A \(40000-\mathrm{kg}\) freight car is coasting at a speed of \(5.0 \mathrm{~m} / \mathrm{s}\) along a straight level track when it strikes a \(30000-\mathrm{kg}\) stationary freight car and couples to it. What will be their combined speed after impact?

Short Answer

Expert verified
The combined speed is approximately 2.857 m/s.

Step by step solution

01

Understand the Problem

We need to find the combined speed of two freight cars after they collide and couple together. The problem involves a conservation of momentum where an initially moving freight car contacts a stationary one.
02

Apply Conservation of Momentum

In this problem, no external forces act on the combined system of the freight cars in the direction of motion, so linear momentum is conserved.
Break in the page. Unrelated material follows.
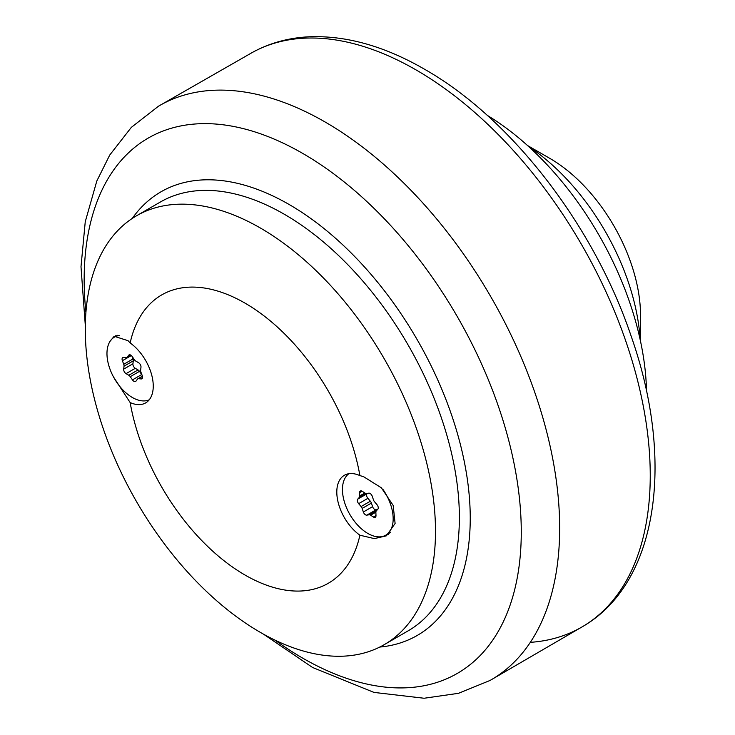 <?xml version="1.0" encoding="UTF-8"?>
<svg xmlns="http://www.w3.org/2000/svg" width="735" height="735" viewBox="0 0 735 735"><rect width="100%" height="100%" fill="white"/><g stroke="black" fill="none" stroke-linecap="round" stroke-linejoin="round"><path stroke-width="1.1" d="M528.64 146.541A170.777 98.6 60 0 1 640.185 339.745M646.515 391.323A230.551 133.108 -120 0 0 487.14 115.276M640.516 341.27L640.516 315.333A128.083 73.95 -120 0 0 549.945 158.457L527.482 145.493M384.212 644.668L408.09 630.878A247.631 142.967 -120 0 0 408.09 344.945A247.631 142.967 -120 0 0 160.46 201.969L136.581 215.759A247.631 142.967 60 0 1 260.392 228.025A247.631 142.967 60 0 1 422.166 446.237A247.631 142.967 60 0 1 384.212 644.668A247.631 142.967 60 0 1 260.392 632.403A247.631 142.967 60 0 1 98.619 414.191A247.631 142.967 60 0 1 136.581 215.759M142.397 378.194L141.102 378.938A3.418 1.975 -120 0 0 141.873 378.791A3.418 1.975 -120 0 0 142.268 375.677L140.909 372.112A3.418 1.975 60 0 1 140.624 370.219L140.973 367.252A3.418 1.975 -120 0 0 138.603 362.741L135.837 361.115A3.418 1.975 60 0 1 134.395 359.718L132.199 356.512A3.418 1.975 -120 0 0 129.029 354.922A3.418 1.975 -120 0 0 128.653 355.262L129.507 354.775M141.993 374.951A3.418 1.975 -120 0 1 141.69 374.547L139.494 371.35A3.418 1.975 60 0 0 138.051 369.944L135.286 368.318A3.418 1.975 -120 0 1 132.916 363.807L133.274 360.839A3.418 1.975 60 0 0 132.98 358.946L131.896 356.108M130.821 355.143L127.256 357.201A3.418 1.975 60 0 1 126.879 357.541A3.418 1.975 60 0 1 126.108 357.697L123.553 357.449A3.418 1.975 -120 0 0 122.782 357.605A3.418 1.975 -120 0 0 122.387 360.72L131.354 355.538M149.251 399.776A35.868 20.709 60 0 1 124.096 391.139A35.868 20.709 60 0 1 114.394 337.135A35.868 20.709 60 0 1 119.548 335.527M141.102 378.938L138.548 378.7L142.489 376.421M141.69 374.547L132.456 379.885A3.418 1.975 -120 0 0 135.626 381.465A3.418 1.975 -120 0 0 135.993 381.125L137.399 379.196A3.418 1.975 60 0 1 137.776 378.856A3.418 1.975 60 0 1 138.548 378.7M132.456 379.885L130.251 376.678L139.494 371.35M138.051 369.944L128.818 375.273A3.418 1.975 60 0 1 130.251 376.678M128.818 375.273L126.052 373.646L135.286 368.318M132.916 363.807L123.682 369.135A3.418 1.975 -120 0 0 126.052 373.646M123.682 369.135L124.031 366.177L133.274 360.839M132.98 358.946L123.737 364.284A3.418 1.975 60 0 1 124.031 366.177M123.737 364.284L122.387 360.72M127.256 357.201L128.653 355.262M375.98 515.538L373.389 517.036A3.418 1.975 -120 0 0 375.282 517.311A3.418 1.975 -120 0 0 375.989 515.63L375.87 512.378A3.418 1.975 60 0 1 376.283 510.926L377.845 509.19A3.418 1.975 -120 0 0 376.963 504.642L374.519 501.748A3.418 1.975 60 0 1 373.463 499.874L372.259 496.309A3.418 1.975 -120 0 0 368.786 493.157L366.462 493.525A3.418 1.975 60 0 1 364.983 493.102L362.226 491.265A3.418 1.975 -120 0 0 360.334 490.989A3.418 1.975 -120 0 0 359.626 492.671L362.144 491.219M377.496 509.585L376.063 509.805A3.418 1.975 -120 0 1 372.59 506.654L371.395 503.089A3.418 1.975 60 0 0 370.339 501.215L367.886 498.33A3.418 1.975 -120 0 1 367.013 493.773L367.362 493.387M364.826 492.992L359.746 495.923A3.418 1.975 60 0 1 359.332 497.375L366.002 493.525M367.013 493.773L357.77 499.111L359.332 497.375M382.981 489.446A35.868 20.709 60 0 1 385.737 535.209A35.868 20.709 60 0 1 373.968 536.109A35.868 20.709 60 0 1 346.093 506.737A35.868 20.709 60 0 1 348.923 473.707M373.389 517.036L370.633 515.198L375.87 512.185M376.779 510.375L369.163 514.776A3.418 1.975 60 0 1 370.633 515.198M369.163 514.776L366.829 515.143L376.063 509.805M372.59 506.654L363.356 511.992A3.418 1.975 -120 0 0 366.829 515.143M363.356 511.992L362.153 508.427L371.395 503.089M370.339 501.215L361.096 506.553A3.418 1.975 60 0 1 362.153 508.427M361.096 506.553L358.652 503.659L367.886 498.33M357.77 499.111A3.418 1.975 -120 0 0 358.652 503.659M359.746 495.923L359.626 492.671M390.671 532.351A35.868 20.709 60 0 1 390.358 532.544L385.737 535.209M110.158 341.169L114.182 336.281L128.046 340.691L130.15 342.96A36.713 21.196 60 0 1 151.787 375.328A36.713 21.196 60 0 1 145.64 402.909A36.713 21.196 60 0 1 130.15 402.56L113.456 376.862M114.476 337.089A36.713 21.196 60 0 1 115.946 335.555M363.522 476.647L381.401 487.838L393.179 505.441L395.108 523.476L386.371 535.824L374.354 538.617L359.902 535.209A36.713 21.196 60 0 1 338.265 502.841A36.713 21.196 60 0 1 344.412 475.26A36.713 21.196 60 0 1 359.902 475.609L363.522 476.647M388.346 534.501A36.713 21.196 60 0 1 385.82 535.163M130.15 402.56A166.514 96.138 -120 0 0 245.021 575.036A166.514 96.138 -120 0 0 359.902 535.209M359.902 475.609A166.514 96.138 -120 0 0 245.021 303.132A166.514 96.138 -120 0 0 130.15 342.96M379.756 647.057A256.166 147.9 -120 0 0 470.244 518.221A256.166 147.9 -120 0 0 336.033 238.71A256.166 147.9 -120 0 0 132.282 218.414M85.912 312.458A309.077 178.449 60 0 1 84.167 279.594A309.077 178.449 60 0 1 302.719 153.413A309.077 178.449 60 0 1 521.271 531.956A309.077 178.449 60 0 1 275.129 640.194M263.433 634.13L312.559 667.472L373.959 692.407L424.067 698.25L458.475 693.316L490.07 680.445A331.558 191.422 -120 0 0 559.666 528.134A331.558 191.422 -120 0 0 325.228 122.065A331.558 191.422 -120 0 0 158.53 106.18L131.326 127.375L109.717 155.085L96.809 181.021L85.251 221.74L80.997 266.741L85.324 325.623M158.53 106.18L252.077 52.617A331.182 191.21 60 0 1 416.065 69.926A331.182 191.21 60 0 1 650.245 475.545A331.182 191.21 60 0 1 583.241 626.22A331.182 191.21 60 0 1 530.321 642.344M126.879 357.541L130.922 355.207M137.776 378.856L142.434 376.164M114.394 337.135L117.508 335.335M252.077 52.617C269.626 42.942 288.956 37.65 310.041 36.75C346.801 35.546 384.938 46.351 424.435 69.173C511.459 118.482 594.174 225.957 631.356 336.749C674.684 460.477 658.486 582.129 583.241 626.22L490.07 680.445"/></g></svg>

Let the initial momentum and final momentum be represented as:\[ m_1v_1 + m_2v_2 = (m_1 + m_2)v_f \]where \(m_1 = 40000\, \text{kg}\), \(v_1 = 5.0\, \text{m/s}\), \(m_2 = 30000\, \text{kg}\), and \(v_2 = 0\, \text{m/s}\). \(v_f\) is the final speed we need to find.
03

Substitute Known Values

Substitute the known values into the momentum conservation equation:\[ 40000 \times 5.0 + 30000 \times 0 = (40000 + 30000) v_f \]This simplifies to:\[ 200000 = 70000v_f \]
04

Solve for Final Speed

Rearrange the equation to solve for \(v_f\):\[ v_f = \frac{200000}{70000} \]\[ v_f = \frac{20}{7} \approx 2.857 \text{ m/s} \]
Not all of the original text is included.